[[ RECORDS SUPPLIED open ]]
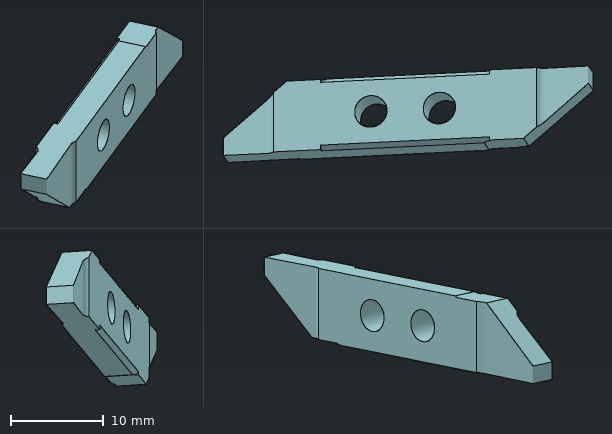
import cadquery as cq
import math

thickness = 3.6
length = 40.0
height = 8.0

tip_height = 1.95
nose_angle = 40.0
land_drop = 0.15
land_end_y = 9.1
ramp_radius = 1.0

back_corner_radius = 0.05
front_corner_radius = 0.1

back_tip_inset = 0.41
back_step_y = 14.4
front_tip_inset = 0.145
front_step_y = 11.75
relief_angle = 1.0
step_radius = 1.0

chamfer_size = 0.5
chamfer_length = 18.45

hole_diameter = 3.5
hole_spacing = 7.5

half_x = thickness / 2
half_y = length / 2
half_z = height / 2
tolerance = 1e-4
arc_iterations = 20


def half_turn(shape):
    """Copy of a shape for the opposite end of the part."""
    return shape.rotate((0, 0, 0), (1, 0, 0), 180)


def make_body():
    """Parallelogram-like plate with a blunt tip at each end and a sloping nose."""
    nose_run = (height - tip_height - land_drop) / math.tan(math.radians(nose_angle))
    nose_points = [
        (half_y, -half_z),
        (half_y, tip_height - half_z),
        (half_y - nose_run, half_z - land_drop),
    ]

    ramp_angle = math.acos(1 - land_drop / ramp_radius)
    ramp_end_y = land_end_y - ramp_radius * math.sin(ramp_angle)
    ramp_mid_y = land_end_y - ramp_radius * math.sin(ramp_angle / 2)
    ramp_mid_z = half_z - land_drop + ramp_radius * (1 - math.cos(ramp_angle / 2))

    outline = (
        cq.Workplane("YZ", origin=(-half_x, 0, 0))
        .polyline(nose_points)
        .lineTo(land_end_y, half_z - land_drop)
        .threePointArc((ramp_mid_y, ramp_mid_z), (ramp_end_y, half_z))
        .lineTo(-half_y, half_z)
        .lineTo(-half_y, half_z - tip_height)
        .lineTo(nose_run - half_y, land_drop - half_z)
        .lineTo(-land_end_y, land_drop - half_z)
        .threePointArc((-ramp_mid_y, -ramp_mid_z), (-ramp_end_y, -half_z))
        .close()
    )
    return outline.extrude(thickness)


def make_blade_relief(side, tip_inset, step_y):
    """Cutter for one face (side is -1 or +1 along X) of the blade at the +Y end."""
    slope = math.tan(math.radians(relief_angle))

    arc_run = 0.0
    for _ in range(arc_iterations):
        depth = tip_inset + slope * (half_y - step_y - arc_run)
        arc_run = math.sqrt(step_radius**2 - (step_radius - depth) ** 2)

    arc_angle = math.asin(arc_run / step_radius)
    mid_y = step_y + arc_run - step_radius * math.sin(arc_angle / 2)
    mid_depth = depth - step_radius * (1 - math.cos(arc_angle / 2))

    return (
        cq.Workplane("XY", origin=(0, 0, -half_z))
        .moveTo(side * half_x, step_y)
        .threePointArc((side * (half_x - mid_depth), mid_y), (side * (half_x - depth), step_y + arc_run))
        .lineTo(side * (half_x - tip_inset), half_y)
        .lineTo(side * half_x, half_y)
        .close()
        .extrude(height)
    )


def make_edge_chamfer():
    """Triangular prism along Y for the upper edge of the -X face."""
    return (
        cq.Workplane("XZ", origin=(0, chamfer_length / 2, 0))
        .moveTo(-half_x, half_z)
        .lineTo(-half_x + chamfer_size, half_z)
        .lineTo(-half_x, half_z - chamfer_size)
        .close()
        .extrude(chamfer_length)
    )


def make_holes():
    """Two cylinders through the full thickness, centred on the plate."""
    return (
        cq.Workplane("YZ", origin=(-half_x, 0, 0))
        .pushPoints([(-hole_spacing / 2, 0), (hole_spacing / 2, 0)])
        .circle(hole_diameter / 2)
        .extrude(thickness)
    )


def round_tip_corners(part, side, radius):
    """Round the upright tip corners on the chosen side (-1 or +1) along X."""
    corners = [
        edge
        for edge in part.edges("|Z").vals()
        if half_y - abs(edge.Center().y) < tolerance and side * edge.Center().x > 0
    ]
    return part.newObject(corners).fillet(radius)


result = make_body().cut(make_holes())

end_cutters = [
    make_blade_relief(-1, back_tip_inset, back_step_y),
    make_blade_relief(1, front_tip_inset, front_step_y),
    make_edge_chamfer(),
]
for cutter in end_cutters:
    result = result.cut(cutter).cut(half_turn(cutter))

result = round_tip_corners(result, -1, back_corner_radius)
result = round_tip_corners(result, 1, front_corner_radius)
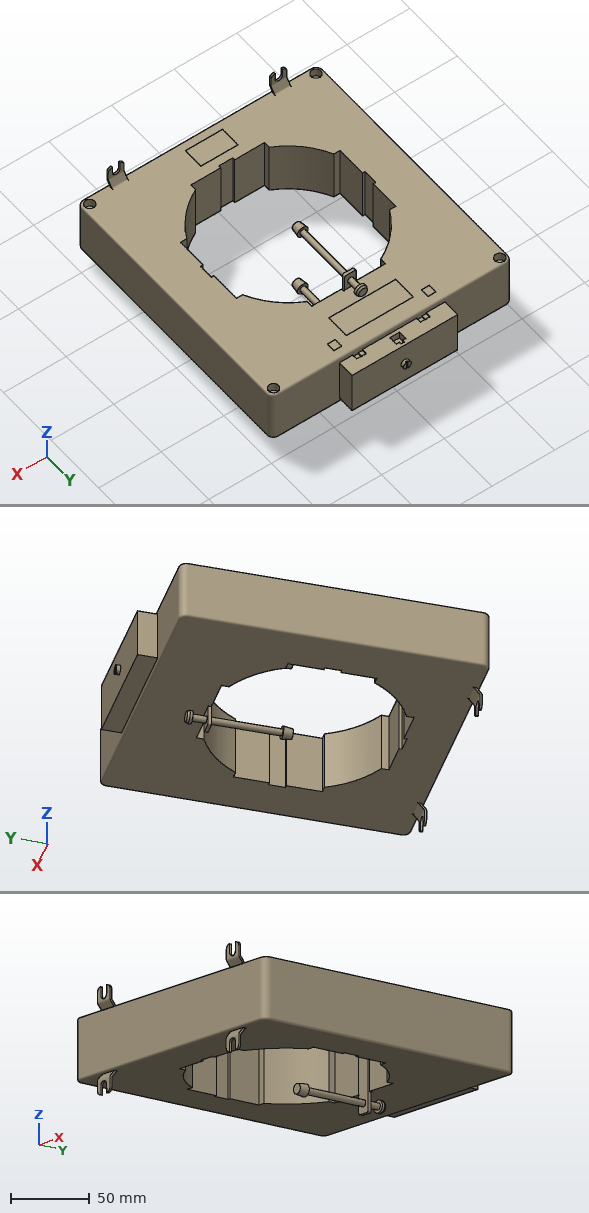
import cadquery as cq
import math


housing_width = 192.0
housing_front = -95.5
housing_back = 109.3
housing_height = 42.0
corner_radius = 5.0
edge_fillet = 1.5
housing_top = housing_height / 2

window_radius = 65.5
flat_distance = 63.5
flat_length = 58.7
slot_width = 11.0
slot_distance = window_radius

corner_hole_diameter = 7.8
corner_hole_depth = 6.7
corner_hole_inset = 5.8

label_depth = 0.2
square_label_x = 37.5
labels = [
    (53.3, 18.5, 0, 87.0),
    (29.5, 16.2, 0, -80.5),
    (6.2, 6.9, -square_label_x, 98.2),
    (6.2, 6.9, square_label_x, 98.2),
]

foot_sheet = 1.5
foot_width = 12.7
foot_spacing = 129.8
feet_overall_height = 71.3
foot_tip_z = feet_overall_height / 2
foot_bend_z = 25.3
foot_slope_angle = 50
foot_flange_length = 2.2
foot_bend_radius = 1.3
foot_corner_radius = 3.3
foot_outer_y = -96.9
foot_slot_width = 5.8
foot_slot_bottom_z = 27.0

block_width = 84.2
block_back = 122.7
block_height = 34.5
block_top = block_height / 2
knob_diameter = 6.2
knob_length = 2.7
knob_slot_width = 1.3
knob_slot_depth = 0.9
pocket_width = 7.5
pocket_front = 112.0
pocket_shoulder = 118.7
pocket_back = 120.5
pocket_neck_width = 2.5
pocket_depth = 5.5
notch_length = 4.0
notch_floors = [(3.3, 0.9), (4.2, 1.8)]
notch_left_edges = [-27.0, 23.8]

strap_width = 9.3
strap_thickness = 2.5
strap_height = 69.0
strap_corner_radius = 1.3
strap_back = slot_distance

screw_z = 27.8
shank_diameter = 4.7
head_diameter = 8.7
head_back = 78.7
head_length = 3.5
head_bevel_length = 1.5
head_bevel = 0.9
tip_start = 15.3
tip_length = 6.7
tip_diameter = 6.9


def centred_box(width, length, height, x, y, z=0):
    """A box given by its sizes and its centre."""
    return cq.Workplane("XY").box(width, length, height).translate((x, y, z))


def box_from_y(width, y_front, y_back, height, z=0):
    """A box centred on x = 0 that runs from y_front to y_back."""
    return centred_box(width, y_back - y_front, height, 0, (y_front + y_back) / 2, z)


def make_window():
    """A round opening with four flats, each with a slot at its middle."""
    round_part = cq.Workplane("XY").circle(window_radius).extrude(housing_top, both=True)
    bounds = centred_box(2 * flat_distance, 2 * flat_distance, housing_height, 0, 0)
    window = round_part.intersect(bounds)
    for turn in (0, 90):
        flats = centred_box(2 * flat_distance, flat_length, housing_height, 0, 0)
        slots = centred_box(2 * slot_distance, slot_width, housing_height, 0, 0)
        window = window.union(flats.union(slots).rotate((0, 0, 0), (0, 0, 1), turn))
    return window


def make_upper_foot(x):
    """Bent sheet: a flange flush in the top face, a slope and an upright slotted tongue."""
    root_z = housing_top - foot_sheet
    inner_y = foot_outer_y + foot_sheet
    bend_shift = foot_sheet * math.tan(math.radians((90 - foot_slope_angle) / 2))
    run_per_drop = 1 / math.tan(math.radians(foot_slope_angle))
    inner_bend_z = foot_bend_z + bend_shift
    slope_foot_y = inner_y + run_per_drop * (inner_bend_z - housing_top)
    flange_end_y = slope_foot_y + foot_flange_length
    profile = [
        (foot_outer_y, foot_tip_z),
        (foot_outer_y, foot_bend_z),
        (foot_outer_y + run_per_drop * (foot_bend_z - root_z), root_z),
        (flange_end_y, root_z),
        (flange_end_y, housing_top),
        (slope_foot_y, housing_top),
        (inner_y, inner_bend_z),
        (inner_y, foot_tip_z),
    ]
    foot = cq.Workplane("YZ").polyline(profile).close().extrude(foot_width / 2, both=True)
    outer_bend = cq.selectors.NearestToPointSelector((0, foot_outer_y, foot_bend_z))
    foot = foot.edges("|X").edges(outer_bend).fillet(foot_bend_radius + foot_sheet)
    inner_bend = cq.selectors.NearestToPointSelector((0, inner_y, inner_bend_z))
    slope_foot = cq.selectors.NearestToPointSelector((0, slope_foot_y, housing_top))
    for bend in (inner_bend, slope_foot):
        foot = foot.edges("|X").edges(bend).fillet(foot_bend_radius)
    foot = foot.faces(">Z").edges("|Y").fillet(foot_corner_radius)

    slot_radius = foot_slot_width / 2
    slot_centre_z = foot_slot_bottom_z + slot_radius
    slot = (
        cq.Workplane("XZ", origin=(0, inner_y, 0))
        .moveTo(-slot_radius, foot_tip_z)
        .lineTo(-slot_radius, slot_centre_z)
        .threePointArc((0, foot_slot_bottom_z), (slot_radius, slot_centre_z))
        .lineTo(slot_radius, foot_tip_z)
        .close()
        .extrude(foot_sheet)
    )
    return foot.cut(slot).translate((x, 0, 0))


def make_housing():
    housing = (
        box_from_y(housing_width, housing_front, housing_back, housing_height)
        .edges("|Z")
        .fillet(corner_radius)
        .faces("<Z or >Z")
        .edges()
        .fillet(edge_fillet)
    )
    housing = housing.cut(make_window())

    hole_x = housing_width / 2 - corner_hole_inset
    hole_points = [
        (x, y)
        for x in (-hole_x, hole_x)
        for y in (housing_front + corner_hole_inset, housing_back - corner_hole_inset)
    ]
    holes = (
        cq.Workplane("XY", origin=(0, 0, housing_top))
        .pushPoints(hole_points)
        .circle(corner_hole_diameter / 2)
        .extrude(-corner_hole_depth)
    )
    housing = housing.cut(holes)

    for width, length, x, y in labels:
        housing = housing.cut(centred_box(width, length, 2 * label_depth, x, y, housing_top))

    for x in (-foot_spacing / 2, foot_spacing / 2):
        foot = make_upper_foot(x)
        housing = housing.union(foot).union(foot.mirror("XY"))
    return housing


def make_terminal_block():
    block = box_from_y(block_width, housing_back, block_back, block_height)

    knob_back = block_back + knob_length
    knob = cq.Workplane("XZ", origin=(0, block_back, 0)).circle(knob_diameter / 2).extrude(-knob_length)
    knob_slot = box_from_y(knob_slot_width, knob_back - knob_slot_depth, knob_back, knob_diameter)
    block = block.union(knob.cut(knob_slot))

    pocket = box_from_y(pocket_width, pocket_front, pocket_shoulder, 2 * pocket_depth, block_top)
    neck = box_from_y(pocket_neck_width, pocket_shoulder, pocket_back, 2 * pocket_depth, block_top)
    block = block.cut(pocket.union(neck))

    for left_edge in notch_left_edges:
        x = left_edge
        for width, depth in notch_floors:
            notch = box_from_y(width, housing_back, housing_back + notch_length, 2 * depth, block_top)
            block = block.cut(notch.translate((x + width / 2, 0, 0)))
            x += width
    return block


def make_screw(z):
    """A screw along Y with a bevelled head at the back and a tapered tip at the front."""
    head_radius = head_diameter / 2
    shank_radius = shank_diameter / 2
    head_front = head_back - head_length
    half_outline = [
        (0, head_back),
        (head_radius - head_bevel, head_back),
        (head_radius, head_back - head_bevel_length),
        (head_radius, head_front),
        (shank_radius, head_front),
        (shank_radius, tip_start),
        (head_radius, tip_start),
        (tip_diameter / 2, tip_start - tip_length),
        (0, tip_start - tip_length),
    ]
    screw = cq.Workplane("XY").polyline(half_outline).close().revolve(360, (0, 0, 0), (0, 1, 0))
    return screw.translate((0, 0, z))


def make_strap():
    """A flat bar in the back slot of the window, with a hole for each screw."""
    strap = box_from_y(strap_width, strap_back - strap_thickness, strap_back, strap_height)
    strap = strap.edges("|Y").fillet(strap_corner_radius)
    holes = (
        cq.Workplane("XZ", origin=(0, strap_back, 0))
        .pushPoints([(0, -screw_z), (0, screw_z)])
        .circle(shank_diameter / 2)
        .extrude(strap_thickness)
    )
    return strap.cut(holes)


housing = make_housing()
terminal_block = make_terminal_block()
strap = make_strap()
screws = [make_screw(z) for z in (-screw_z, screw_z)]

result = cq.Compound.makeCompound(
    [housing.val(), terminal_block.val(), strap.val(), *[screw.val() for screw in screws]]
)
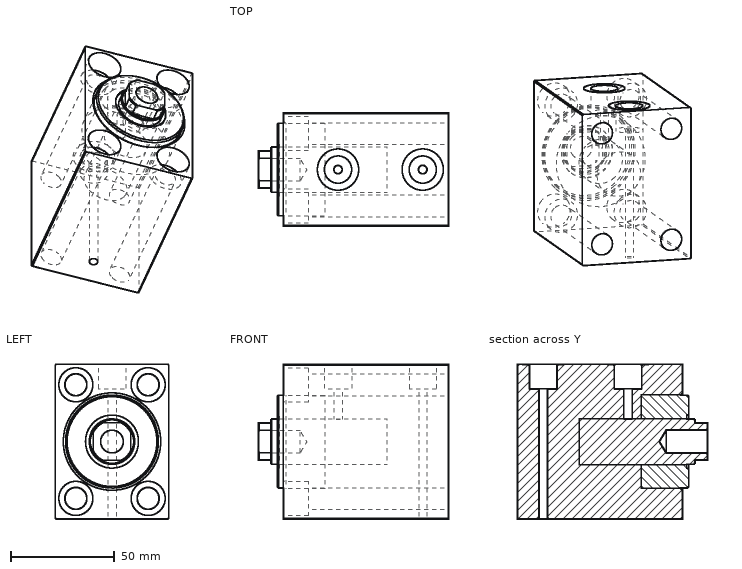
import cadquery as cq
import math

block_length = 80.0
block_width = 55.0
block_height = 75.0
block_edge_chamfer = 0.5

bolt_hole_diameter = 10.5
bolt_head_diameter = 16.5
bolt_head_depth = 12.0
bolt_spacing_y = 35.0
bolt_spacing_z = 55.0

front_port_x = 26.5
rear_port_x = 67.5
port_thread_diameter = 13.2
port_thread_depth = 12.0
port_spotface_diameter = 20.0
port_spotface_depth = 0.1
port_passage_diameter = 4.0

gland_diameter = 45.0
gland_protrusion = 3.0
gland_insertion = 20.0
gland_chamfer = 0.75
gland_recess_diameter = 25.7
gland_recess_depth = 1.0
gland_seat_chamfer = 1.1

rod_diameter = 22.0
rod_chamfer = 0.5
rod_shoulder_protrusion = 6.0
rod_insertion = 50.0
rod_tip_protrusion = 12.0
rod_tip_diameter = 21.0
rod_tip_flats = 18.0
rod_tip_chamfer = 0.4
rod_thread_diameter = 11.0
rod_thread_depth = 20.0
drill_point_angle = 118.0

block_top = block_height / 2


def cylinder_x(diameter, start_x, end_x):
    """Cylinder on the X axis between two X positions."""
    return cq.Workplane("YZ", origin=(start_x, 0, 0)).circle(diameter / 2).extrude(end_x - start_x)


def drill_down(x, diameter, start_z, end_z):
    """Vertical cylinder at a position along the block, from one height down to another."""
    return cq.Workplane("XY", origin=(x, 0, start_z)).circle(diameter / 2).extrude(end_z - start_z)


def port_cutter(x, passage_end_z):
    """Spotface, threaded bore and oil passage of one port."""
    spotface = drill_down(x, port_spotface_diameter, block_top, block_top - port_spotface_depth)
    thread = drill_down(x, port_thread_diameter, block_top, block_top - port_thread_depth)
    passage = drill_down(x, port_passage_diameter, block_top, passage_end_z)
    return spotface.union(thread).union(passage)


def make_housing():
    block = (
        cq.Workplane("XY")
        .box(block_length, block_width, block_height)
        .translate((block_length / 2, 0, 0))
        .edges("|X")
        .chamfer(block_edge_chamfer)
    )
    block = (
        block.faces("<X")
        .workplane(centerOption="CenterOfBoundBox")
        .rect(bolt_spacing_y, bolt_spacing_z, forConstruction=True)
        .vertices()
        .cboreHole(bolt_hole_diameter, bolt_head_diameter, bolt_head_depth)
    )

    block = block.cut(port_cutter(front_port_x, 0))
    block = block.cut(port_cutter(rear_port_x, -block_top))

    gland_seat = cylinder_x(gland_diameter, 0, gland_insertion)
    mouth_diameter = gland_diameter + 2 * gland_seat_chamfer
    seat_mouth = (
        cq.Workplane("YZ")
        .circle(mouth_diameter / 2)
        .workplane(offset=gland_seat_chamfer)
        .circle(gland_diameter / 2)
        .loft()
    )
    rod_bore = cylinder_x(rod_diameter, 0, rod_insertion)
    return block.cut(gland_seat).cut(seat_mouth).cut(rod_bore)


def make_gland():
    gland = cylinder_x(gland_diameter, -gland_protrusion, gland_insertion)
    gland = gland.faces("<X").chamfer(gland_chamfer)
    recess = cylinder_x(gland_recess_diameter, -gland_protrusion, gland_recess_depth - gland_protrusion)
    rod_bore = cylinder_x(rod_diameter, -gland_protrusion, gland_insertion)
    return gland.cut(recess).cut(rod_bore)


def make_rod():
    shank = cylinder_x(rod_diameter, -rod_shoulder_protrusion, rod_insertion)
    shank = shank.faces("<X").chamfer(rod_chamfer)

    tip = cylinder_x(rod_tip_diameter, -rod_tip_protrusion, -rod_shoulder_protrusion)
    tip = tip.faces("<X").chamfer(rod_tip_chamfer)
    wrench_square = (
        cq.Workplane("YZ", origin=(-rod_tip_protrusion, 0, 0))
        .rect(rod_tip_flats, rod_tip_flats)
        .extrude(rod_tip_protrusion - rod_shoulder_protrusion)
    )
    rod = shank.union(tip.intersect(wrench_square))

    thread_radius = rod_thread_diameter / 2
    point_length = thread_radius / math.tan(math.radians(drill_point_angle / 2))
    thread_end_x = rod_thread_depth - rod_tip_protrusion
    thread_hole = (
        cq.Workplane("XY")
        .moveTo(-rod_tip_protrusion, 0)
        .lineTo(-rod_tip_protrusion, thread_radius)
        .lineTo(thread_end_x, thread_radius)
        .lineTo(thread_end_x + point_length, 0)
        .close()
        .revolve(360, (0, 0, 0), (1, 0, 0))
    )
    return rod.cut(thread_hole)


housing = make_housing()
gland = make_gland()
rod = make_rod()

result = cq.Compound.makeCompound([housing.val(), gland.val(), rod.val()])
[[ RECORDS SUPPLIED closed ]]
WHAT TO WORK ON: Line count for "rotate": report how many lines in the data above include it, with no other words.

RESPONSE: 2